Russia tables rival Syria resolution: U.N. diplomat

February 13, 2014 11:11 am | Updated November 16, 2021 06:37 pm IST - UNITED NATIONS

Russian Deputy Minister of Foreign Affairs,  Gennady Gatilov, center, leaves    after a meeting with the UN Joint Special Representative for Syria Lakhdar Brahimi, the second round of negotiation between the Syrian government and the opposition in Geneva, Switzerland, Wednesday , Feb.  12, 2014. (AP Photo/Keystone,Salvatore Di Nolfi)

Russian Deputy Minister of Foreign Affairs, Gennady Gatilov, center, leaves after a meeting with the UN Joint Special Representative for Syria Lakhdar Brahimi, the second round of negotiation between the Syrian government and the opposition in Geneva, Switzerland, Wednesday , Feb. 12, 2014. (AP Photo/Keystone,Salvatore Di Nolfi)

Russia presented a rival U.N. resolution on the humanitarian crisis in Syria to key Security Council members after saying they would veto a Western and Arab-backed measure threatening sanctions against Syria, a U.N. diplomat said late on Wednesday.

Russia’s U.N. Ambassador Vitaly Churkin gave the text to the four other veto-wielding permanent members of the council the United States, Britain, France and China at a meeting, the diplomat said, speaking on condition of anonymity because the meeting was private.

The Russian draft includes some parts of the Western and Arab text, the diplomat said.

Negotiations were expected to see if the drafts can be merged into a compromise text, the diplomat said.

Western diplomats said their goal is to get agreement from all 15 council members on a resolution demanding immediate and unrestricted access to all areas of Syria to deliver aid.

Mr. Churkin dismissed the Western and Arab text as a “political.”.

The Western and Arab text puts most of the blame for the humanitarian crisis on the Syrian government.

It demands that civilians be allowed to leave and calls on Syrian authorities to allow humanitarian access to people in need across conflict lines and across borders from neighbouring countries, particularly Turkey and Iraq.

If the resolution’s demands aren’t met within 15 days, the draft expresses the Security Council’s intention to impose non-military sanctions.

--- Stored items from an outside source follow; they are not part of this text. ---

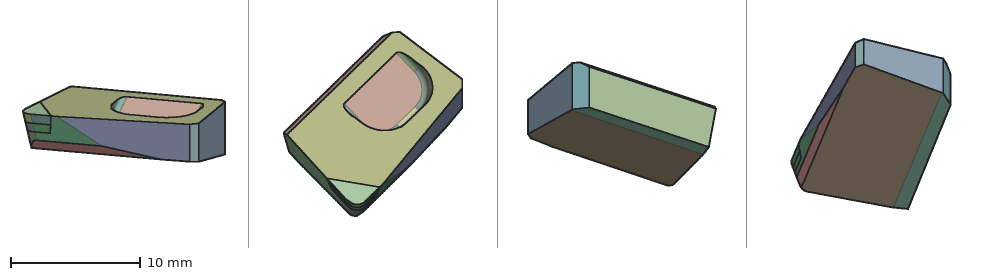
import cadquery as cq
import math


length = 14.07
width = 9.0
height = 4.2
back_chamfer = 0.5
back_skew = 0.5
back_left_x = 1.5
right_skew = 0.04
right_front_y = 1.55
right_back_y = 7.98
back_right_x = 13.13
front_right_x = 13.45
front_right_y = 1.03
cutting_edge_end_x = 3.0

side_relief = 9.9
front_relief = 9.2
left_angle = 10.8
facet_end_y = 1.34
nose_radius = 0.83
bottom_slope = 10.0
bottom_flat_y = 7.85
undercut_depth = 2.17
undercut_angle = 30.0

pocket_center_x = 9.43
pocket_back_y = 6.96
pocket_width = 6.87
pocket_tilt = 23.0
pocket_floor_length = 4.36
pocket_corner_radius = 2.36
pocket_floor_fillet = 0.4

tip_edge_length = 2.52
tip_joint_angle = 60.0
upper_layer_thickness = 0.76
lower_layer_thickness = 0.72

margin = 2.81


def tan(angle):
    return math.tan(math.radians(angle))


def leaning_prism(outline, lean_x, lean_y):
    """Prism running down from the top face, shifted in x and y by its lean angles."""
    wire = outline.val()
    direction = cq.Vector(height * tan(lean_x), height * tan(lean_y), -height)
    return cq.Workplane(cq.Solid.extrudeLinear(wire, [], direction))


def plan_prism():
    """Vertical outer faces with the chamfer along the back of the top."""
    def back_y(x):
        return width - (x - back_left_x) * tan(back_skew)

    prism = (
        cq.Workplane("XY")
        .moveTo(-margin, 0)
        .lineTo(cutting_edge_end_x, 0)
        .lineTo(front_right_x, front_right_y)
        .lineTo(length - right_skew, right_front_y)
        .lineTo(length, right_back_y)
        .lineTo(back_right_x, back_y(back_right_x))
        .lineTo(-margin, back_y(-margin))
        .close()
        .extrude(height)
    )
    back_edge_x = (back_right_x - margin) / 2
    back_edge = cq.NearestToPointSelector((back_edge_x, back_y(back_edge_x), height))
    return prism.edges(back_edge).chamfer(back_chamfer)


def side_profile():
    """Sloped bottom and the steeper undercut below the front relief face."""
    undercut_y = undercut_depth * tan(front_relief)
    undercut_z = height - undercut_depth
    slope_rise = (bottom_flat_y - undercut_y) * tan(bottom_slope)
    toe_drop = (undercut_z - slope_rise) / (1 - tan(bottom_slope) * tan(undercut_angle))
    toe_y = undercut_y + toe_drop * tan(undercut_angle)
    toe_z = (bottom_flat_y - toe_y) * tan(bottom_slope)
    return (
        cq.Workplane("YZ")
        .moveTo(bottom_flat_y, 0)
        .lineTo(toe_y, toe_z)
        .lineTo(undercut_y, undercut_z)
        .lineTo(-margin, undercut_z)
        .lineTo(-margin, height)
        .lineTo(width + margin, height)
        .lineTo(width + margin, 0)
        .close()
        .extrude(length + margin)
    )


def nose_prism():
    """Corner facet and front relief face joined by the round nose."""
    far_x = length + margin
    far_y = width + margin
    arc_offset = nose_radius * (1 - math.sqrt(0.5))
    outline = (
        cq.Workplane("XY", origin=(0, 0, height))
        .moveTo(0, far_y)
        .lineTo(0, nose_radius)
        .threePointArc((arc_offset, arc_offset), (nose_radius, 0))
        .lineTo(far_x, 0)
        .lineTo(far_x, far_y)
        .close()
    )
    return leaning_prism(outline, side_relief, front_relief)


def left_prism():
    """Left face, leaning inwards towards the bottom."""
    front_y = -margin
    back_y = width + margin
    outline = cq.Workplane("XY", origin=(0, 0, height)).polyline([
        ((front_y - facet_end_y) * tan(left_angle), front_y),
        (length + margin, front_y),
        (length + margin, back_y),
        ((back_y - facet_end_y) * tan(left_angle), back_y),
    ]).close()
    return leaning_prism(outline, side_relief, 0)


def pocket():
    """Cutter whose floor starts at the top face and falls towards the front."""
    cutter_height = 2 * margin
    floor = (
        cq.Plane(origin=(pocket_center_x, pocket_back_y, height))
        .rotated((0, 0, -back_skew))
        .rotated((pocket_tilt, 0, 0))
    )
    half_width = pocket_width / 2
    front_corners = cq.selectors.SumSelector(
        *[
            cq.NearestToPointSelector(floor.toWorldCoords((x, -pocket_floor_length, cutter_height / 2)))
            for x in (-half_width, half_width)
        ]
    )
    return (
        cq.Workplane(floor)
        .center(0, (margin - pocket_floor_length) / 2)
        .rect(pocket_width, margin + pocket_floor_length)
        .extrude(cutter_height)
        .edges(front_corners)
        .fillet(pocket_corner_radius)
        .faces(cq.NearestToPointSelector(floor.origin))
        .edges()
        .fillet(pocket_floor_fillet)
    )


def tip_region(top_depth, thickness):
    """Corner of the blank in front of the upright joint, for one layer."""
    joint_y = 2 * width
    joint_x = tip_edge_length - joint_y / tan(tip_joint_angle)
    front_y = -margin
    front_x = tip_edge_length - front_y / tan(tip_joint_angle)
    return (
        cq.Workplane("XY", origin=(0, 0, height - top_depth - thickness))
        .polyline([(joint_x, joint_y), (joint_x, front_y), (front_x, front_y)])
        .close()
        .extrude(thickness)
    )


blank = plan_prism().intersect(side_profile()).intersect(nose_prism()).intersect(left_prism())

upper_region = tip_region(0, upper_layer_thickness)
lower_region = tip_region(upper_layer_thickness, lower_layer_thickness)

upper_layer = blank.intersect(upper_region)
lower_layer = blank.intersect(lower_region)
insert_body = blank.cut(upper_region).cut(lower_region).cut(pocket())

result = cq.Compound.makeCompound([insert_body.val(), upper_layer.val(), lower_layer.val()])

Russia and China, which back the Syrian government, have blocked three previous Western-backed resolutions that would have pressured President Bashar Assad to end the now three-year-old civil war.

The divided Security Council did come together in October to approve a presidential statement appealing for immediate access to all areas of Syria to deliver aid. But the supporters want a legally binding resolution.

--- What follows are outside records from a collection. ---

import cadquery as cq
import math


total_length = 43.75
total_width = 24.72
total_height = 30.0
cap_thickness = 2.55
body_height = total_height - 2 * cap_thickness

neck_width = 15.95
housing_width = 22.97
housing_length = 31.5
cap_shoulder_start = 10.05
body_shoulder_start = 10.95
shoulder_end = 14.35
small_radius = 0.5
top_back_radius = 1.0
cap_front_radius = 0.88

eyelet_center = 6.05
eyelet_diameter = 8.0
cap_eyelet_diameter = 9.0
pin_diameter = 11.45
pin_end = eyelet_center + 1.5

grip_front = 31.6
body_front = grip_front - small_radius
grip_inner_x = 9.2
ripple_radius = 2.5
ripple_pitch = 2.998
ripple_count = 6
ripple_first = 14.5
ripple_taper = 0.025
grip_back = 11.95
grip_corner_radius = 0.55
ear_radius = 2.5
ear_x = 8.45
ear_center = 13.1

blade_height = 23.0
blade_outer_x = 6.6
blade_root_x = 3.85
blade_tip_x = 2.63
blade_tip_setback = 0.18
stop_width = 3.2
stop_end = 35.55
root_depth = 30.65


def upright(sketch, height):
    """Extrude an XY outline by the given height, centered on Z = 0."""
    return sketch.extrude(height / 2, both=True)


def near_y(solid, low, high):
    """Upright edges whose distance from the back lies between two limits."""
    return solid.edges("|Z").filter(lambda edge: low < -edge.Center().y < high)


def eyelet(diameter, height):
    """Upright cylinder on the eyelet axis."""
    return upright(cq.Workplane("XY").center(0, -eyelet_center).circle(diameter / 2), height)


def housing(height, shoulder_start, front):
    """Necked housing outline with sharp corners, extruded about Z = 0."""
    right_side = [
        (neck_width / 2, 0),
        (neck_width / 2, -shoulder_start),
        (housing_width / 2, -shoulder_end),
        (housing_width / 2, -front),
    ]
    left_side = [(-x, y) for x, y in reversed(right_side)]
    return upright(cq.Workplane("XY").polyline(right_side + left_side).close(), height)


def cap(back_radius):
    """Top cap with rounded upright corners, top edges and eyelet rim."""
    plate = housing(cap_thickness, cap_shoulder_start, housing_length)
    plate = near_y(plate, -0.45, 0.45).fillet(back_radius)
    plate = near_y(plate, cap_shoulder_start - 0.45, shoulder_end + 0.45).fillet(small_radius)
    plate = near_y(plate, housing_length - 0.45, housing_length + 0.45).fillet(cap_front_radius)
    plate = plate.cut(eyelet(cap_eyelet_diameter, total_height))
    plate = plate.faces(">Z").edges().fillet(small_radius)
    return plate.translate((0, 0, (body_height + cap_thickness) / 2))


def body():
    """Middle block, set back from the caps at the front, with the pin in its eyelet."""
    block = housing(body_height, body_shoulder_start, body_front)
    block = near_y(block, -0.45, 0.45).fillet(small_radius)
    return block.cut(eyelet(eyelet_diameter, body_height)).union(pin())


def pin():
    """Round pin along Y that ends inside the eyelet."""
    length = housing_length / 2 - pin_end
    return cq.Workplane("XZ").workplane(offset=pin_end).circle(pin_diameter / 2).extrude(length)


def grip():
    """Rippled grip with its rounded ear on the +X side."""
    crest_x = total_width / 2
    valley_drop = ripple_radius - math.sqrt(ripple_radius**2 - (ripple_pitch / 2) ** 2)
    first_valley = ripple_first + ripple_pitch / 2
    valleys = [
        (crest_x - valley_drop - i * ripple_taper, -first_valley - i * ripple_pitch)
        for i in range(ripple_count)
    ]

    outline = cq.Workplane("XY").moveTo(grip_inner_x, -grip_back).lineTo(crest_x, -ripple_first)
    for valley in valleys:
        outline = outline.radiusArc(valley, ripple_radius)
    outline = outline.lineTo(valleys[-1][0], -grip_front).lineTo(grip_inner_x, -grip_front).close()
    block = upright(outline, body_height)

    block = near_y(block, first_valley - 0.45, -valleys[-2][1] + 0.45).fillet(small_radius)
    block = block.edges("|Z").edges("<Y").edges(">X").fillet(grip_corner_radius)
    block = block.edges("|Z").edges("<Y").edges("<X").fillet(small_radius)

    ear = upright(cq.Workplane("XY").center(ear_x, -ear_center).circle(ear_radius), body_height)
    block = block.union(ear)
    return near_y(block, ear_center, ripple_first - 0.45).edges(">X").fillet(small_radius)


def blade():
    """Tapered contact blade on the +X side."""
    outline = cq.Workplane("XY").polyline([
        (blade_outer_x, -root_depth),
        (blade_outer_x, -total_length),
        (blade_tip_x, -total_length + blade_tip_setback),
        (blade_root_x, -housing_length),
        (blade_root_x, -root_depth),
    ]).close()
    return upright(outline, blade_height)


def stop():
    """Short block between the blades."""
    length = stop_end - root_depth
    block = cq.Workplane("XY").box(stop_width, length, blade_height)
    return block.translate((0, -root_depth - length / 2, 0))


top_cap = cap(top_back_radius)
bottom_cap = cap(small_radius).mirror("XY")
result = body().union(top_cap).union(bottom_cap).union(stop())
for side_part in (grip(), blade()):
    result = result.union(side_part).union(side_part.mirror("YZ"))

Russia has come under intense pressure over its opposition, including from President Barack Obama.

Mr. Obama said Tuesday that Secretary of State John Kerry and others have “delivered a very direct message” pressuring the Russians to drop their opposition.

“It is not just the Syrians that are responsible” for the plight of civilians but “the Russians, as well, if they are blocking this kind of resolution,” he said.

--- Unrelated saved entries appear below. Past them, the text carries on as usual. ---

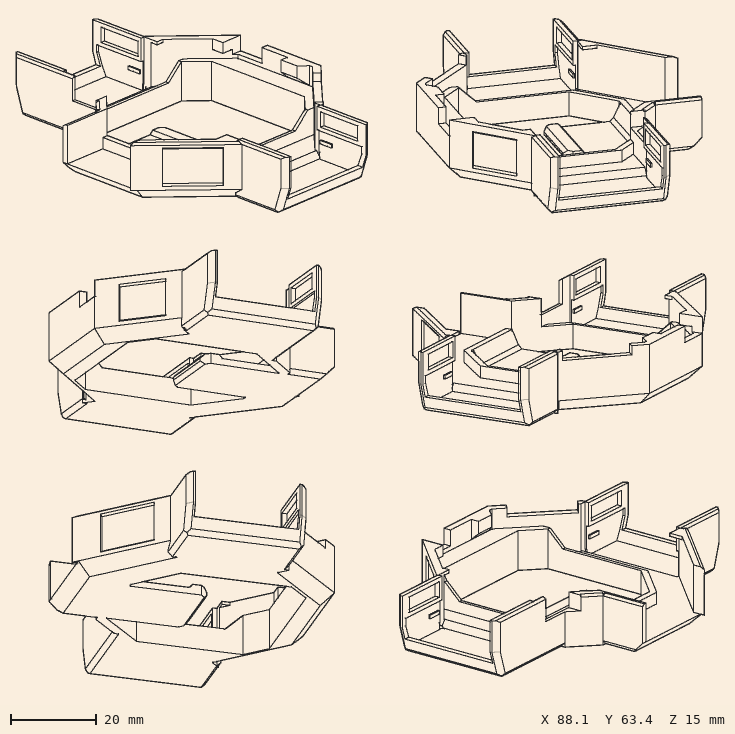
import cadquery as cq
import math

height = 15.0
half_length = 44.03

back_y = 30.17
back_half = 12.85
floor_front_y = -32.1
overall_width = 63.43
front_tip_y = back_y - overall_width
front_wall_x = -10.9
front_wall_inner_x = -9.5
front_tip_x = 11.8
diagonal_reach = back_half + back_y
front_right_reach = front_tip_x - front_tip_y
front_left_reach = 31.6
wall = 2.0
front_right_wall = 2.2
back_wall = 1.9
back_wall_inner_y = back_y - back_wall
inner_reach = diagonal_reach - wall * math.sqrt(2)
front_right_inner_reach = front_right_reach - front_right_wall * math.sqrt(2)
front_left_inner_reach = 28.1
floor_top = 3.1
frame_half = 28.6

opening_left, opening_right = -20.06, 19.6
opening_front, opening_back = -18.5, 22.7
opening_back_cut = 4.95
opening_front_right_cut = 9.3
rim_top = 6.0
rim_side = 0.9
rim_front = 1.6
platform_top = 10.0
rim_slope_low_y, rim_slope_high_y = 13.4, 17.7

arm_half_width = 14.6
arm_shift_y = 0.25
arm_inner_half = 12.68
arm_lower_half = 13.3
arm_wide_half = 13.7
arm_root = 28.0
arm_corner_chamfer = 1.4
arm_bottom_chamfer = 1.1
arm_floor_top = 1.45
arm_underside_x = 40.6
arm_slope_x, arm_slope_z = 42.1, 7.1
lip_top = 3.9
lip_inner_x, lip_foot_x = 41.5, 40.3
jamb_x = 42.7
band_start_x = 28.45
band_bottom = 9.0
pocket_x = (29.5, 41.3)
pocket_z = (10.0, 13.9)
pocket_depth = 1.2
ridge_x = (29.2, 32.8)
ridge_z = (5.6, 6.5)
ridge_depth = 0.4
step_run = 1.3
step_x = {-1: 27.3, 1: 28.55}

top_chamfer_run, top_chamfer_drop = 0.75, 0.5
front_left_top = 12.85
low_wall_top = 8.9
low_wall_x = (-24.7, -14.6)
back_notch_x = (-back_half, -4.3)
back_notch_bottom = 11.0
diagonal_notch_x = (15.9, 27.8)
diagonal_notch_bottom = 12.8

back_left_recess_x, back_left_recess_top = (-25.35, -17.15), 13.2
front_right_recess_x, front_right_recess_top = (17.1, 27.1), 13.8
recess_bottom = 4.1
recess_depth = 0.6
recess_taper = 0.45


def prism(points, bottom, top):
    """Vertical prism over a plan outline."""
    return cq.Workplane("XY").workplane(offset=bottom).polyline(points).close().extrude(top - bottom)


def block(x, y, z):
    """Box given by its (low, high) range on each axis."""
    size = [high - low for low, high in (x, y, z)]
    return cq.Workplane("XY").box(*size, centered=False).translate((x[0], y[0], z[0]))


def edge_bevel(start, end, z_edge, run, drop):
    """Wedge that bevels a wall whose outer face is on the right of start -> end.

    A positive drop bevels a top edge, a negative drop a bottom edge.
    """
    dx, dy = end[0] - start[0], end[1] - start[1]
    plane = cq.Plane(origin=(start[0], start[1], z_edge), xDir=(dy, -dx, 0), normal=(dx, dy, 0))
    section = [(-run, 0), (0, drop), (run, drop), (run, -drop), (-run, -drop)]
    return cq.Workplane(plane).polyline(section).close().extrude(math.hypot(dx, dy))


def lengthwise(points, half_width):
    """Extrude an X-Z outline equally to both sides of the X axis."""
    return cq.Workplane("XZ").polyline(points).close().extrude(half_width, both=True)


def crosswise(points, left, right):
    """Extrude a Y-Z outline from x = left to x = right."""
    return cq.Workplane("YZ").workplane(offset=left).polyline(points).close().extrude(right - left)


left_back = (-frame_half, diagonal_reach - frame_half)
back_left = (-back_half, back_y)
back_right = (back_half, back_y)
right_back = (frame_half, diagonal_reach - frame_half)
left_front_y = arm_shift_y - arm_half_width
right_front_y = -arm_shift_y - arm_half_width
right_front = (front_right_reach + right_front_y, right_front_y)
front_tip = (front_tip_x, front_tip_y)
front_wall_end = (front_wall_x, floor_front_y)
front_wall_corner = (front_wall_x, -front_left_reach - front_wall_x)
left_front = (-front_left_reach - left_front_y, left_front_y)


def frame_shell():
    """Frame walls and floor, with bevels under the outer edges."""
    outer = prism(
        [left_back, back_left, back_right, right_back, (frame_half, right_front_y), right_front, front_tip,
         (front_tip_x, floor_front_y), front_wall_end, front_wall_corner, left_front,
         (-frame_half, left_front_y)],
        0, height)
    left_back_inner = arm_shift_y + arm_wide_half
    left_front_inner = arm_shift_y - arm_wide_half
    right_back_inner = -arm_shift_y + arm_wide_half
    right_front_inner = -arm_shift_y - arm_wide_half
    back_inner_half = inner_reach - back_wall_inner_y
    cavity = prism(
        [(-frame_half, left_back_inner), (left_back_inner - inner_reach, left_back_inner),
         (-back_inner_half, back_wall_inner_y), (back_inner_half, back_wall_inner_y),
         (inner_reach - right_back_inner, right_back_inner), (frame_half, right_back_inner),
         (frame_half, right_front_inner),
         (front_right_inner_reach + right_front_inner, right_front_inner),
         (front_tip_x, front_tip_x - front_right_inner_reach),
         (front_tip_x, front_tip_y), (front_wall_inner_x, front_tip_y),
         (front_wall_inner_x, -front_left_inner_reach - front_wall_inner_x),
         (-front_left_inner_reach - left_front_inner, left_front_inner),
         (-frame_half, left_front_inner)],
        floor_top, height)
    shell = outer.cut(cavity)
    for start, end in ((back_left, left_back), (back_right, back_left), (right_back, back_right),
                       (front_tip, right_front)):
        shell = shell.cut(edge_bevel(start, end, 0, floor_top, -floor_top))
    front_edge_end = (right_front[0], floor_front_y)
    shell = shell.cut(edge_bevel(front_wall_end, front_edge_end, 0, floor_top, -floor_top))
    for start, end in ((front_wall_corner, front_wall_end), ((-frame_half, left_front_y), left_front)):
        shell = shell.cut(edge_bevel(start, end, 0, arm_bottom_chamfer, -arm_bottom_chamfer))
    return shell


def arm_corner_cut(flank, lean, bottom, top):
    """Leaning triangular prism that cuts the outer corner off an arm wall.

    The corner edge stands at half_length at the level arm_slope_z and leans by `lean` per unit of height.
    """
    foot_x = half_length + lean * (bottom - arm_slope_z)
    edge_y = flank * arm_half_width
    reach = arm_corner_chamfer
    far_y = edge_y - 2 * flank * reach
    corner = [(foot_x - reach, edge_y), (foot_x + reach, edge_y), (foot_x + reach, far_y)]
    outline = cq.Wire.makePolygon([cq.Vector(x, y, bottom) for x, y in corner], close=True)
    rise = top - bottom
    return cq.Workplane(obj=cq.Solid.extrudeLinear(outline, [], cq.Vector(lean * rise, 0, rise)))


def arm(side):
    """Open tray at one end, built along +X; side is -1 for the left arm and +1 for the right arm."""
    outer = [(arm_root, 0), (arm_underside_x, 0), (arm_slope_x, arm_bottom_chamfer),
             (half_length, arm_slope_z), (half_length, height), (arm_root, height)]
    floor_and_lip = [(arm_root, arm_floor_top), (lip_foot_x, arm_floor_top), (lip_inner_x, lip_top)]
    between_bands = floor_and_lip + [(half_length, lip_top), (half_length, height), (arm_root, height)]
    below_bands = floor_and_lip + [(jamb_x, arm_slope_z), (jamb_x, band_bottom), (arm_root, band_bottom)]
    root_end = [(arm_root, arm_floor_top), (band_start_x, arm_floor_top), (band_start_x, height),
                (arm_root, height)]
    tray = lengthwise(outer, arm_half_width)
    tray = tray.cut(lengthwise(between_bands, arm_inner_half))
    tray = tray.cut(lengthwise(below_bands, arm_lower_half))
    tray = tray.cut(lengthwise(root_end, arm_wide_half))
    pocket_half = arm_inner_half + pocket_depth
    tray = tray.cut(block(pocket_x, (-pocket_half, pocket_half), pocket_z))

    slope_lean = (half_length - arm_slope_x) / (arm_slope_z - arm_bottom_chamfer)
    for flank in (-1, 1):
        ridge_y = sorted((flank * arm_half_width, flank * (arm_lower_half - ridge_depth)))
        tray = tray.union(block(ridge_x, ridge_y, ridge_z))
        tray = tray.cut(arm_corner_cut(flank, 0, arm_slope_z, height))
        tray = tray.cut(arm_corner_cut(flank, slope_lean, 0, arm_slope_z))
        root = (arm_root, flank * arm_half_width)
        tip = (half_length, flank * arm_half_width)
        start, end = (root, tip) if flank < 0 else (tip, root)
        tray = tray.cut(edge_bevel(start, end, height, top_chamfer_run, top_chamfer_drop))
        tray = tray.cut(edge_bevel(start, end, 0, arm_bottom_chamfer, -arm_bottom_chamfer))
    return place_on_side(tray, side)


def place_on_side(shape, side):
    """Turn a shape built along +X to its side and shift it onto the centre line of that arm."""
    if side < 0:
        shape = shape.rotate((0, 0, 0), (0, 0, 1), 180)
    return shape.translate((0, -side * arm_shift_y, 0))


def opening_outline(grow_side, grow_front):
    """Plan of the central opening, optionally grown at the sides and front."""
    left, right = opening_left - grow_side, opening_right + grow_side
    front = opening_front - grow_front
    reach = opening_right - opening_front - opening_front_right_cut + grow_front * math.sqrt(2)
    left_reach = front_left_inner_reach + grow_front * math.sqrt(2)
    cut = opening_back_cut + grow_side
    return [(left, opening_back - cut), (left + cut, opening_back), (right - cut, opening_back),
            (right, opening_back - cut), (right, right - reach), (reach + front, front),
            (-left_reach - front, front), (left, -left_reach - left)]


def rim_and_platform():
    """Raised rim round the opening, climbing to the platform along the back."""
    rim = prism(opening_outline(rim_side, rim_front), 0, rim_top)
    left, right = opening_left - rim_side, opening_right + rim_side
    platform = prism(
        [(left, rim_slope_high_y), (left, inner_reach + left), (-back_half, back_y - wall),
         (back_half, back_y - wall), (right, inner_reach - right), (right, rim_slope_high_y)],
        floor_top, platform_top)
    slope = crosswise(
        [(rim_slope_low_y, 0), (rim_slope_low_y, rim_top),
         (rim_slope_high_y, platform_top), (rim_slope_high_y, 0)],
        left, right)
    return rim.union(platform).union(slope)


def tongue():
    """Low tongue with a raised tip, reaching from the front rim into the opening."""
    left, right = front_wall_inner_x, 9.3
    tip_y, tip_top = 0.8, 2.5
    tip_corner, tip_chamfer = 1.9, 0.9
    tongue_top = 1.6
    step_high_y, step_low_y = -3.2, -4.1
    root_y, root_rise = -15.9, 0.9
    bar = crosswise(
        [(opening_front, 0), (tip_y - tip_chamfer, 0), (tip_y, tip_chamfer), (tip_y, tip_top - tip_chamfer),
         (tip_y - tip_chamfer, tip_top), (step_high_y, tip_top), (step_low_y, tongue_top),
         (root_y, tongue_top), (root_y - root_rise, tongue_top + root_rise), (opening_front, rim_top)],
        left, right)
    return bar.edges("|Z and >Y").chamfer(tip_corner)


def diagonal_recess(x_range, reach, y_sign, top):
    """Shallow window recess in the outer face of the diagonal wall where |x| + |y| = reach."""
    left, right = x_range
    middle = (left + right) / 2
    x_sign = -y_sign
    center = (middle, y_sign * (reach - abs(middle)), 0)
    plane = cq.Plane(origin=center, xDir=(x_sign, y_sign, 0), normal=(y_sign, -x_sign, 0))
    section = [(0, recess_bottom), (-recess_depth, recess_bottom + recess_taper),
               (-recess_depth, top - recess_taper), (0, top)]
    half_run = (right - left) / math.sqrt(2)
    return cq.Workplane(plane).polyline(section).close().extrude(half_run, both=True)


def floor_step(side):
    """Space above the sloped step from the frame floor down to an arm floor."""
    foot = step_x[side]
    section = [(foot - step_run, floor_top), (foot, arm_floor_top),
               (frame_half, arm_floor_top), (frame_half, floor_top)]
    return place_on_side(lengthwise(section, arm_wide_half), side)


def back_catch():
    """Catch on the back wall with a sloping underside."""
    left, right = 3.9, 8.9
    reach = 2.1
    underside_rise = 1.9
    face_y = back_wall_inner_y - reach
    plan = prism([(left, back_wall_inner_y), (left, face_y), (right, face_y),
                  (right + reach, back_wall_inner_y)], 0, height)
    profile = [(back_wall_inner_y, platform_top), (face_y, platform_top + underside_rise),
               (face_y, height), (back_wall_inner_y, height)]
    return plan.intersect(crosswise(profile, left, right + reach))


def corner_shelves():
    """Thin triangular shelves at the wall tops where straight and diagonal walls meet."""
    left_x, left_y = -24.3, arm_shift_y + arm_wide_half
    back_shelf_y = 24.1
    back_thickness, arm_thickness = 2.75, 0.8
    right_x, right_y = 24.4, -arm_shift_y - arm_wide_half
    shelves = [
        ([(-back_half, back_y), (-back_half, back_shelf_y), (back_shelf_y - inner_reach, back_shelf_y)],
         back_thickness),
        ([(left_x, inner_reach + left_x), (left_x, left_y), (left_y - inner_reach, left_y)],
         arm_thickness),
        ([(right_x, right_x - front_right_inner_reach), (right_x, right_y),
          (front_right_inner_reach + right_y, right_y)],
         arm_thickness),
    ]
    for outline, thickness in shelves:
        yield prism(outline, height - thickness, height)


def wall_top_cuts():
    """Lowered and notched stretches of the frame walls."""
    low_left, low_right = low_wall_x
    wall_back_y = left_front_y + wall
    yield block((low_right, front_wall_inner_x), (floor_front_y, wall_back_y), (front_left_top, height))
    yield block((low_left, low_right), (front_wall_corner[1], wall_back_y), (low_wall_top, height))
    yield block(back_notch_x, (back_wall_inner_y - wall, back_y), (back_notch_bottom, height))
    start, end = diagonal_notch_x
    span = [(start, diagonal_reach - start), (end, diagonal_reach - end)]
    yield prism(span + [(x - wall, y - wall) for x, y in reversed(span)], diagonal_notch_bottom, height)


def wall_top_chamfers():
    """Chamfers along the outer top edges of the front walls."""
    low_left, low_right = low_wall_x
    low_wall_corner = (low_right, -front_left_reach - low_right)
    edges = [
        (front_tip, right_front, height),
        ((-frame_half, left_front_y), (low_left, left_front_y), height),
        (low_wall_corner, front_wall_corner, front_left_top),
        (front_wall_corner, front_wall_end, front_left_top),
    ]
    for start, end, top in edges:
        yield edge_bevel(start, end, top, top_chamfer_run, top_chamfer_drop)


frame = frame_shell().union(rim_and_platform())
frame = frame.cut(prism(opening_outline(0, 0), 0, height))
frame = frame.union(back_catch())
for shelf in corner_shelves():
    frame = frame.union(shelf)
for cut in wall_top_cuts():
    frame = frame.cut(cut)
for chamfer in wall_top_chamfers():
    frame = frame.cut(chamfer)
result = frame.union(tongue())
for side in (-1, 1):
    result = result.union(arm(side)).cut(floor_step(side))
result = result.cut(diagonal_recess(back_left_recess_x, diagonal_reach, 1, back_left_recess_top))
result = result.cut(diagonal_recess(front_right_recess_x, front_right_reach, -1, front_right_recess_top))

U.N. humanitarian chief Valerie Amos said on Wednesday that as violence intensifies in Syria and the situation on the ground becomes more complicated “people are becoming more desperate”.

“There are reports and allegations of systematic targeting of communities with specific religious affiliations,” she said.

She told a Security Council meeting on protection of civilians that “there are 250,000 people in areas of the country which are besieged”.

“They cannot leave and we cannot get aid in,” said Ms. Amos, who is scheduled to brief the council again on Thursday afternoon on Syria.

She said the desperately needed humanitarian pause in a besieged rebel-held area of Homs, Syria’s third-largest city, has led to the evacuation of more than 1,000 civilians and the delivery of some food and medicine.